== What is being asked ==
If a line in the data below contains the word "Reporting", copy it out.

[Extracted data entries]
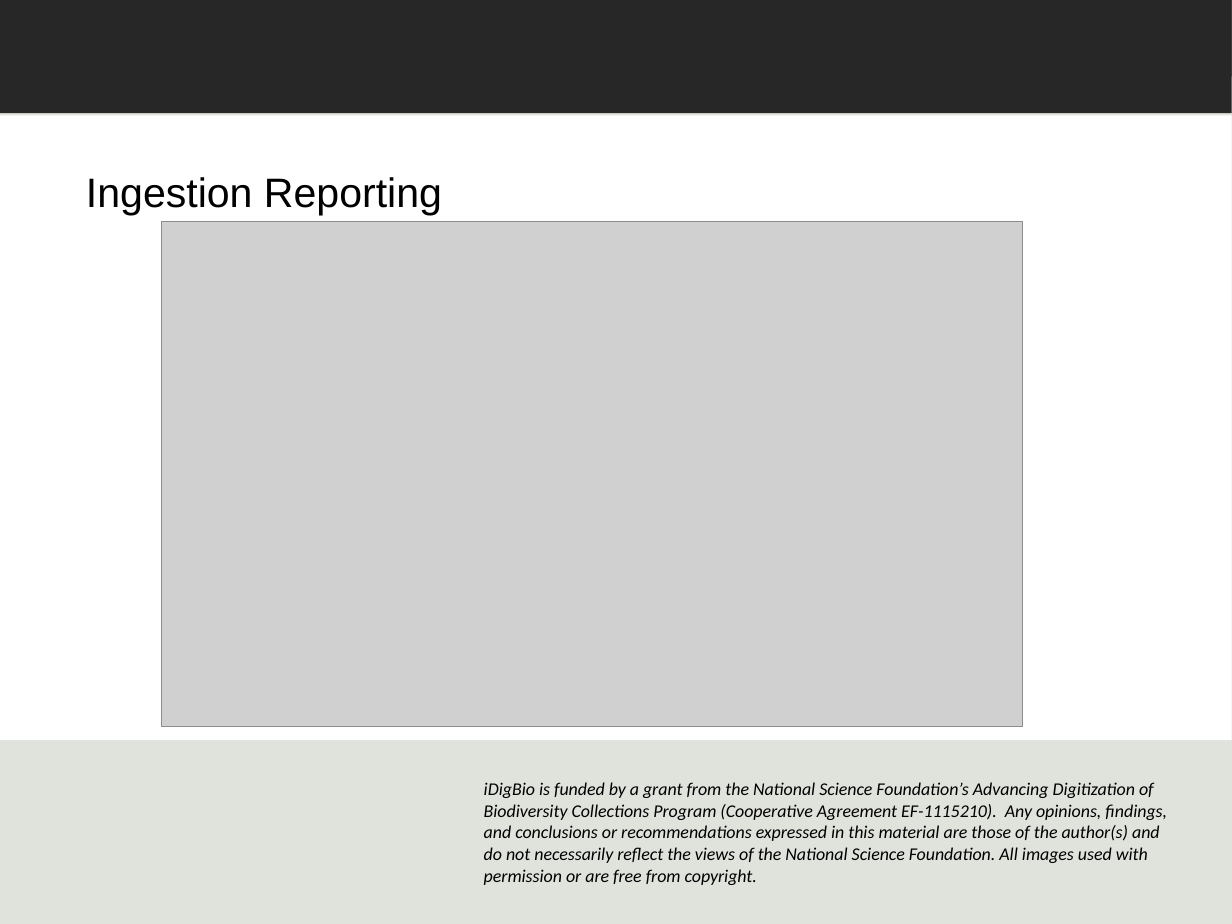
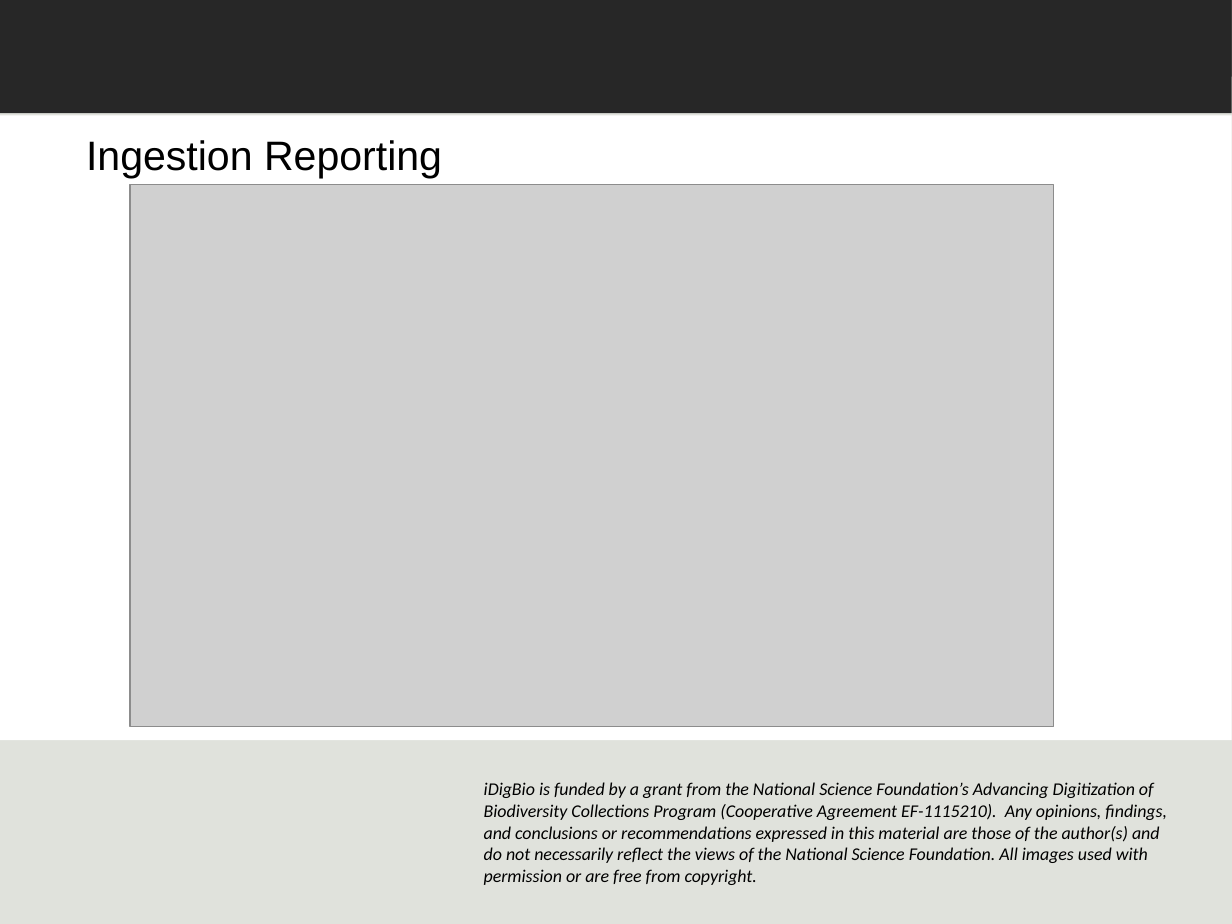
Before and after one commit to danstoner/idigbio-scratch, a slide deck: slide 6 of Dan_CYWG_2014.pptx. Drawn at 1232x924 pixels with LibreOffice and Linux fonts; fonts in the diff are those of the drawing; grey boxes stand for pictures; background and template pictures are left out. Boxes give left, top, right and bottom in pixels: in the first picture for what was removed or moved away, otherwise in the second. Text is boxed around its words. In the diff, an @@ line names an element or a change of style, - is before the commit and + after.

```diff
--- a/Dan_CYWG_2014.pptx
+++ b/Dan_CYWG_2014.pptx
@@ text "Ingestion Reporting": place and size @@
-text "Ingestion Reporting" at [86,177,442,215]
+text "Ingestion Reporting" at [86,140,442,178]
@@ picture: place and size @@
-picture at [161,222,1023,727]
+picture at [131,185,1055,727]
```
Also in this commit, not shown: 1 slide added, 1 other file.

== Response box ==
@@ text "Ingestion Reporting": place and size @@
-text "Ingestion Reporting" at [86,177,442,215]
+text "Ingestion Reporting" at [86,140,442,178]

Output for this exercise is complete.